[Recorded data]
Segment Open

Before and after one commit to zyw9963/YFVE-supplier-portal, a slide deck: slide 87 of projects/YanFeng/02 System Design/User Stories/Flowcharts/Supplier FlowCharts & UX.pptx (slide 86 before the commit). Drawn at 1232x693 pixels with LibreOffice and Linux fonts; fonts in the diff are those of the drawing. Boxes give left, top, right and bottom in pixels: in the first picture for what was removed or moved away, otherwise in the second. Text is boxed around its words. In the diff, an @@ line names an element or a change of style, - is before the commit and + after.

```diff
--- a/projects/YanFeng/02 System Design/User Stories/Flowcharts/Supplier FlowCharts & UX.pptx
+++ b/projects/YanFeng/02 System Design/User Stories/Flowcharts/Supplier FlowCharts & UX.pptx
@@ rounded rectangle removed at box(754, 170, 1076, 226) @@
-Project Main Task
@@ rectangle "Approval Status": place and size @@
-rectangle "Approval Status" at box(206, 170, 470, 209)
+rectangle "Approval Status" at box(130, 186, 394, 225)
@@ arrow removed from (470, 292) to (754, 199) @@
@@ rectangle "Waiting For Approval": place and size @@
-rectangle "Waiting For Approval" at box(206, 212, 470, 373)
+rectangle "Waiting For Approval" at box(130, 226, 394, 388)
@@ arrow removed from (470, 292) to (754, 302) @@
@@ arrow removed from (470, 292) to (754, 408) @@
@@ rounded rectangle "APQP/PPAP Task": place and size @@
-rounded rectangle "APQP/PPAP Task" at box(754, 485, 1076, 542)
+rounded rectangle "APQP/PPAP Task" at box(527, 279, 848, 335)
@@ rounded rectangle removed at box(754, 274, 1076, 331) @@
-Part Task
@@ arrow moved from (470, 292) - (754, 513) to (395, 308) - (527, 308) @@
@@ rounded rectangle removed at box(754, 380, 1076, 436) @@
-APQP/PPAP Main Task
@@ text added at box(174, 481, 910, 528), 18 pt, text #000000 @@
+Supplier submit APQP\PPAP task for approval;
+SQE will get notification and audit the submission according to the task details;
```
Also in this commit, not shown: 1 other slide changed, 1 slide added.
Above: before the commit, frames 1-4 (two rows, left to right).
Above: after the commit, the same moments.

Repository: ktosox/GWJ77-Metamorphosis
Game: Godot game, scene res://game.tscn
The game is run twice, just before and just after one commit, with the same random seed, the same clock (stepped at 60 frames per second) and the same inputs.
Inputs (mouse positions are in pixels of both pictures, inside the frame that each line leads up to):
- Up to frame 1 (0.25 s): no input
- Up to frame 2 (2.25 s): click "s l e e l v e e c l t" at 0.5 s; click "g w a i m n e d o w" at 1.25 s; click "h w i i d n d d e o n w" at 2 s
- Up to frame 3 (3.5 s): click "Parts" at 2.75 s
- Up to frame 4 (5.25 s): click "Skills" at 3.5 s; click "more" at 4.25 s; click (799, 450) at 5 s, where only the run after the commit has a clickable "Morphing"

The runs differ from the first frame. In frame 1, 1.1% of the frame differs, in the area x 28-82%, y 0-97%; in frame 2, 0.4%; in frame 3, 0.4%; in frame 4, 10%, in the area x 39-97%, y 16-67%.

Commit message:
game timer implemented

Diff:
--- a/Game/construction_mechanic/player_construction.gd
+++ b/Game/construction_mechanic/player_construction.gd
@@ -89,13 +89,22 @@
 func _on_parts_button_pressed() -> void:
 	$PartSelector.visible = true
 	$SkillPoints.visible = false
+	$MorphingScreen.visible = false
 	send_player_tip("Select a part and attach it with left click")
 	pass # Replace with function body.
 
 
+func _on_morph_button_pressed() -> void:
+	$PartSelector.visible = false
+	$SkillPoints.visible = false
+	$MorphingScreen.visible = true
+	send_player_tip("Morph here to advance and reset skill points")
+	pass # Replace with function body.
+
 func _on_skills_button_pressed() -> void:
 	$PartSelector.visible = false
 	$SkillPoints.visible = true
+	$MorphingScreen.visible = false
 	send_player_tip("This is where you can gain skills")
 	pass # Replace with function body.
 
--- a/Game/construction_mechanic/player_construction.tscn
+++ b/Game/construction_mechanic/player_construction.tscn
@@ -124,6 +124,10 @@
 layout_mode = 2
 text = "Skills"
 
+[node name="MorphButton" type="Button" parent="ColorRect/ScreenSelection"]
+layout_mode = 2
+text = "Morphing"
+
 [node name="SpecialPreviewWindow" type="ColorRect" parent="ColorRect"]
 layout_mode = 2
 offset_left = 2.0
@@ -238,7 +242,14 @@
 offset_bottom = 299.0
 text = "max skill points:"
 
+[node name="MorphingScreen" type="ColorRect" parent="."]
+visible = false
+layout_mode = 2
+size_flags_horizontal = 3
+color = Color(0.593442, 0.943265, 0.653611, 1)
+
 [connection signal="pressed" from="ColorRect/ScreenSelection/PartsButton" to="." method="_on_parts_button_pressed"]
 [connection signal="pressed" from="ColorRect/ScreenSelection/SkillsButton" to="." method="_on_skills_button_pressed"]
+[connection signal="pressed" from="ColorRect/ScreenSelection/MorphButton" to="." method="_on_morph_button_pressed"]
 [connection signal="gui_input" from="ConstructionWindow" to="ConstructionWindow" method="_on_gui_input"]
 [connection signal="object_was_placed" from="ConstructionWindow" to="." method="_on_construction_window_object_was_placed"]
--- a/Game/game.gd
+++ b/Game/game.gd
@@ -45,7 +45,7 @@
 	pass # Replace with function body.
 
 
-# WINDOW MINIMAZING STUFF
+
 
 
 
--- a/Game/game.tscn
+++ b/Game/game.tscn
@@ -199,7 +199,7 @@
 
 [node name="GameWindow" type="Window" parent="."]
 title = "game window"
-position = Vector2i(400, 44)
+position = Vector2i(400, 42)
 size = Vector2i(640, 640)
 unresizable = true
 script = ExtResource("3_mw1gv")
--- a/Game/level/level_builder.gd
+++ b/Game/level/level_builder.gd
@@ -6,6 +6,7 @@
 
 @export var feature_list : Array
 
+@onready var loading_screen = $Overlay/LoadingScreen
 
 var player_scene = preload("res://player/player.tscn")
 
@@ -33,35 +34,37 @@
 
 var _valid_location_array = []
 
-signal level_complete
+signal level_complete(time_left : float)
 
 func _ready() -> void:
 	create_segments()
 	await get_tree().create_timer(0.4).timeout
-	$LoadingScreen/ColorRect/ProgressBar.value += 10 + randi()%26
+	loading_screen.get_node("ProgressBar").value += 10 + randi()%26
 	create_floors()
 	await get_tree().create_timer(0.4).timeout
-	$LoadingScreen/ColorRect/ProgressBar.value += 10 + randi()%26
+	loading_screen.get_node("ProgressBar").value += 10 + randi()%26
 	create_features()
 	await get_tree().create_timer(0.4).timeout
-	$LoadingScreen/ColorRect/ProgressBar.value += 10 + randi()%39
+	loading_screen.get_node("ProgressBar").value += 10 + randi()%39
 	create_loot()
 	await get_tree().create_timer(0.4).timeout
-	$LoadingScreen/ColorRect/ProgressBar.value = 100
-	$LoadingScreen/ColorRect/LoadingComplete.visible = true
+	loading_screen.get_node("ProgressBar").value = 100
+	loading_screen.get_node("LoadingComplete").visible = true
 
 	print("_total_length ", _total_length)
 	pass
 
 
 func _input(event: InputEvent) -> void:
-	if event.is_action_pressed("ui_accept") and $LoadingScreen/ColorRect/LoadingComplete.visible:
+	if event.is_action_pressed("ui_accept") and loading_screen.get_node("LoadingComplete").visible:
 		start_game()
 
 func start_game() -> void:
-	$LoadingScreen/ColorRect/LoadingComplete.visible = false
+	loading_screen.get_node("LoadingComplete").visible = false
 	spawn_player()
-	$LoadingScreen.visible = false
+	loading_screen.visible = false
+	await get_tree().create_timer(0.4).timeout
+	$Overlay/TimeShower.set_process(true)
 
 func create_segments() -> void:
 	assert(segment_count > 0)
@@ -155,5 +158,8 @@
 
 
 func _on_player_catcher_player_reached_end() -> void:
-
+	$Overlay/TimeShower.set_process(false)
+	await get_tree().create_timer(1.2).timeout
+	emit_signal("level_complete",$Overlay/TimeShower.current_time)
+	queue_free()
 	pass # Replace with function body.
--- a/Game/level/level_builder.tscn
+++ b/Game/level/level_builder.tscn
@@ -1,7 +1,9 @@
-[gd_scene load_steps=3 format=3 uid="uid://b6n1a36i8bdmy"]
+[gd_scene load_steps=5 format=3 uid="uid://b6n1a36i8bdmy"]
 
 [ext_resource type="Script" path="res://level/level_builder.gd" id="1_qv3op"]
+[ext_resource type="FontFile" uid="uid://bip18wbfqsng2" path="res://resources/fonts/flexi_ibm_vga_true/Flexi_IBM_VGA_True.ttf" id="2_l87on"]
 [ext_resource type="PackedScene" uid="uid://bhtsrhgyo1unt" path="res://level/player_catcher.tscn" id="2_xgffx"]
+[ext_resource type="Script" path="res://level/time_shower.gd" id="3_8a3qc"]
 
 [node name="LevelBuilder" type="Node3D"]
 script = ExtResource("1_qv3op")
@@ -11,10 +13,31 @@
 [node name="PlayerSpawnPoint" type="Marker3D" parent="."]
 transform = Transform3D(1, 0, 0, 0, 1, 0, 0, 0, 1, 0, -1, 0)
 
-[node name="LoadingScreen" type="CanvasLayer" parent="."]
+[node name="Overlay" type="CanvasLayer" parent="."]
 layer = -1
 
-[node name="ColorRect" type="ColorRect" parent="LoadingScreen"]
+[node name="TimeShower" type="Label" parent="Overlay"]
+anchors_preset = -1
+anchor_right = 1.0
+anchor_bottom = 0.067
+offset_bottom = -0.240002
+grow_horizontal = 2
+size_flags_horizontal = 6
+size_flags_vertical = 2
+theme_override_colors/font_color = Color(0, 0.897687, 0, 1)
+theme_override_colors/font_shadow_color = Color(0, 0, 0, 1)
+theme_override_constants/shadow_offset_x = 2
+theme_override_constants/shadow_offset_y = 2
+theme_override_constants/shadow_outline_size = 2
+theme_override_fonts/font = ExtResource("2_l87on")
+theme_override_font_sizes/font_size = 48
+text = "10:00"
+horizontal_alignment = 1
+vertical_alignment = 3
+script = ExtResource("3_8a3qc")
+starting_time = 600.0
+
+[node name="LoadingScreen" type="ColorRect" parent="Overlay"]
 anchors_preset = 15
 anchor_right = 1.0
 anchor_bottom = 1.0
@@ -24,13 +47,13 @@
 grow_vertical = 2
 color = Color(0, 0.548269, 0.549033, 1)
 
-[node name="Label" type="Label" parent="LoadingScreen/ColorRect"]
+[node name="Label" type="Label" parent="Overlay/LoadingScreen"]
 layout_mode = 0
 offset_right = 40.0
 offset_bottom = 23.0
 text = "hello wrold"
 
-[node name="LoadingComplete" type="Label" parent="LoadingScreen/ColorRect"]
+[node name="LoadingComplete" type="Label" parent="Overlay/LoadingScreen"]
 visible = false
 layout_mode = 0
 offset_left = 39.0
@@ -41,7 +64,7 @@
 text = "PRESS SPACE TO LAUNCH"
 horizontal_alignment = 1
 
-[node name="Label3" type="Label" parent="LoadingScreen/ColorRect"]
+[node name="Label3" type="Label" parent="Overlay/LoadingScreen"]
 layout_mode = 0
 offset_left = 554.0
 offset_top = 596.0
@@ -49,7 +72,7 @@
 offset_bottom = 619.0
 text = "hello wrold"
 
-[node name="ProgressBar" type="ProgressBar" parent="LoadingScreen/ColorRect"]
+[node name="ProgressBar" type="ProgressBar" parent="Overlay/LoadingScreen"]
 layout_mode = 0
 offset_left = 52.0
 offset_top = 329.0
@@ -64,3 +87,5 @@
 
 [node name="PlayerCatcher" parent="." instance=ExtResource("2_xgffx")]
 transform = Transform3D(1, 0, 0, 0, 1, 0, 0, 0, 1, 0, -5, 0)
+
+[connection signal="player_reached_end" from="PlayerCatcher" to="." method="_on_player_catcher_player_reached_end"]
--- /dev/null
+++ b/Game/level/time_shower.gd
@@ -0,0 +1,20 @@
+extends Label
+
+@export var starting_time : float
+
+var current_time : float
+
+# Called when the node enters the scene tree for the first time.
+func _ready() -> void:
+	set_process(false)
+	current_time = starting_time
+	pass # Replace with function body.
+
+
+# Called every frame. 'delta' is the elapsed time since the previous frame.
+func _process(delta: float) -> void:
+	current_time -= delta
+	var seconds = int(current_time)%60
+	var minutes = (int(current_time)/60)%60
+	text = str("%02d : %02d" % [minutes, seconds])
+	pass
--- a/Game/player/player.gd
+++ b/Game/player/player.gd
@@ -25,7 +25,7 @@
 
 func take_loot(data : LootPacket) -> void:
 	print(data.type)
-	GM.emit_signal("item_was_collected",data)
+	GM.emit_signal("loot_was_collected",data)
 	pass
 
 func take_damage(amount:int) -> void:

Segment Closed

> What needs to be done
Of the entries above, repeat exactly the lines from the line with "offset_top = 596.0" through the line with "minutes = (int(current_time)/60)%60", both of them included.

> Answer to the exercise
 offset_top = 596.0
@@ -49,7 +72,7 @@
 offset_bottom = 619.0
 text = "hello wrold"
 
-[node name="ProgressBar" type="ProgressBar" parent="LoadingScreen/ColorRect"]
+[node name="ProgressBar" type="ProgressBar" parent="Overlay/LoadingScreen"]
 layout_mode = 0
 offset_left = 52.0
 offset_top = 329.0
@@ -64,3 +87,5 @@
 
 [node name="PlayerCatcher" parent="." instance=ExtResource("2_xgffx")]
 transform = Transform3D(1, 0, 0, 0, 1, 0, 0, 0, 1, 0, -5, 0)
+
+[connection signal="player_reached_end" from="PlayerCatcher" to="." method="_on_player_catcher_player_reached_end"]
--- /dev/null
+++ b/Game/level/time_shower.gd
@@ -0,0 +1,20 @@
+extends Label
+
+@export var starting_time : float
+
+var current_time : float
+
+# Called when the node enters the scene tree for the first time.
+func _ready() -> void:
+	set_process(false)
+	current_time = starting_time
+	pass # Replace with function body.
+
+
+# Called every frame. 'delta' is the elapsed time since the previous frame.
+func _process(delta: float) -> void:
+	current_time -= delta
+	var seconds = int(current_time)%60
+	var minutes = (int(current_time)/60)%60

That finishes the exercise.